Contrary to expectations, poor Pakistanis dislike militants more than middle-class citizens. This dislike is strongest among the urban poor, particularly those in violent districts, suggesting that exposure to terrorist attacks reduces support for militants. Long-standing arguments tying support for violent organizations to income may require substantial revision.

A new paper.

45 Responses

  1. I am not interested in discussing and citing studies on this, since it’s an inherent impossibility in any complex argument to not devolve into endless speculations on moot issues. You build a case with “logical” but not irrefutable bricks, and then people can decide whether or not the edifice is sound. There are no definitive answers. Make your best guess and DO!

    I consider this self-evident. Creating a global middle class as a LONGTERM goal, where the majority of citizens have a basic and decent quality of life, de-acidifies the soil that breeds extremism. We cannot possibly extinguish all fires, but there is no better pathway morally, cost-effectively or pragmatically towards this eventual goal. I’m sure we spend more stanching fires than we would towards working as one world together with this purposeful belief in mind.

    Implementing this in an effective way is a matter worthy of vigorous discussion, but the actuality that it

  2. There’s an awful lot of confounding variables floating around. What sort of extremism? What sort of poverty?

    High inequality breeds support among the poor for violence against those they perceive as rich, which should be obvious. Why would it cause them to support any other form of extremism?

  3. It is interesting to see Alberto Abadie’s evidence in his 2006 “Poverty, Political Freedom and the Roots of Terrorism” AER paper replicated in a within country study.

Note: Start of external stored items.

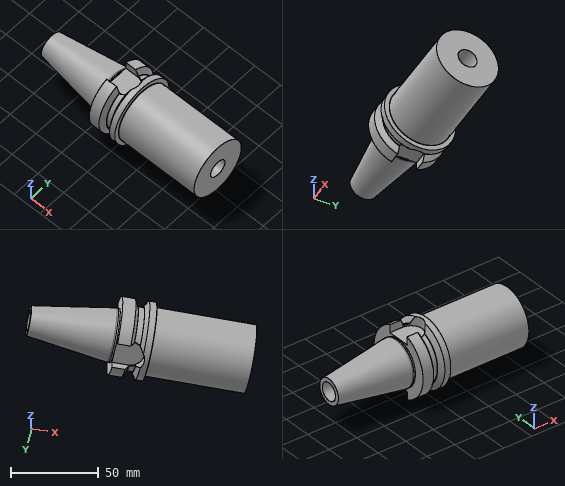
import cadquery as cq
import math

total_length = 129.3

gauge_length = 48.4
gauge_radius = 15.9
taper_half_slope = 7 / 48
taper_tip_radius = gauge_radius - gauge_length * taper_half_slope
neck_edge_x = 49.3
neck_relief = 0.06
neck_radius = gauge_radius - neck_relief

collar_start = 50.3
collar_width = 20.0
collar_end = collar_start + collar_width
collar_radius = 23.0
flank_root_radius = 19.1
groove_radius = 18.7
groove_floor_start = collar_start + 10.0
groove_floor_end = collar_start + 13.6
flank_angle = 60.0
flank_run = (collar_radius - flank_root_radius) / math.tan(math.radians(flank_angle))

body_radius = 20.0
relief_width = 0.3
relief_depth = 0.1

bore_radius = 6.1

slot_half_width = 8.0
slot_end = collar_start + 17.2
slot_floor = 16.2


def turned_profile():
    """Revolve the outside of the holder about the X axis."""
    outline = [
        (0, 0),
        (0, taper_tip_radius),
        (gauge_length, gauge_radius),
        (neck_edge_x, gauge_radius),
        (neck_edge_x, neck_radius),
        (collar_start, neck_radius),
        (collar_start, collar_radius),
        (groove_floor_start - flank_run, collar_radius),
        (groove_floor_start, flank_root_radius),
        (groove_floor_start, groove_radius),
        (groove_floor_end, groove_radius),
        (groove_floor_end, flank_root_radius),
        (groove_floor_end + flank_run, collar_radius),
        (collar_end, collar_radius),
        (collar_end, body_radius - relief_depth),
        (collar_end + relief_width, body_radius - relief_depth),
        (collar_end + relief_width, body_radius),
        (total_length, body_radius),
        (total_length, 0),
    ]
    return cq.Workplane("XY").polyline(outline).close().revolve(360, (0, 0, 0), (1, 0, 0))


def drive_slot():
    """Cutter for the slot on the +Z side."""
    arc_center = slot_end - slot_half_width
    return (
        cq.Workplane("XY", origin=(0, 0, slot_floor))
        .moveTo(collar_start, -slot_half_width)
        .lineTo(arc_center, -slot_half_width)
        .threePointArc((slot_end, 0), (arc_center, slot_half_width))
        .lineTo(collar_start, slot_half_width)
        .close()
        .extrude(collar_radius - slot_floor)
    )


upper_slot = drive_slot()
lower_slot = upper_slot.mirror("XY")
bore = cq.Workplane("YZ").circle(bore_radius).extrude(total_length)

result = turned_profile().cut(upper_slot).cut(lower_slot).cut(bore)

  4. The paper does not provide causal evidence that “poverty does not bread support for extremism”. As it says in the conclusion “The poorest respondents in our survey are already less supportive of militant groups than others (at least those living in urban areas). While this is not direct evidence of a causal effect, it begs the question of why past changes in socioeconomic status, which are reflected in current incomes, did not have those effects.”

    One way to interpret the results is: The poor and the middle class both dislike extremism. Despite having little direct exposure to violence, the middle class dislike voilence. But the dislike of the middle-class is less than that of the poor suggesting that experience matters more than lack of income in determining dislike for extremism.

  5. I haven’t read the whole paper, so this may be clarified by it, but it seems the authors are conflating “negative externalities of extremism” with poverty.

    If the authors are looking for the effect of the former on support for extremism, then that seems to be relatively self-apparent: of course those who are exposed to something negative are more opposed to that negative thing.

    And if its poverty they’re interested in as the independent variable, why are they conflating it with exposure to extremism?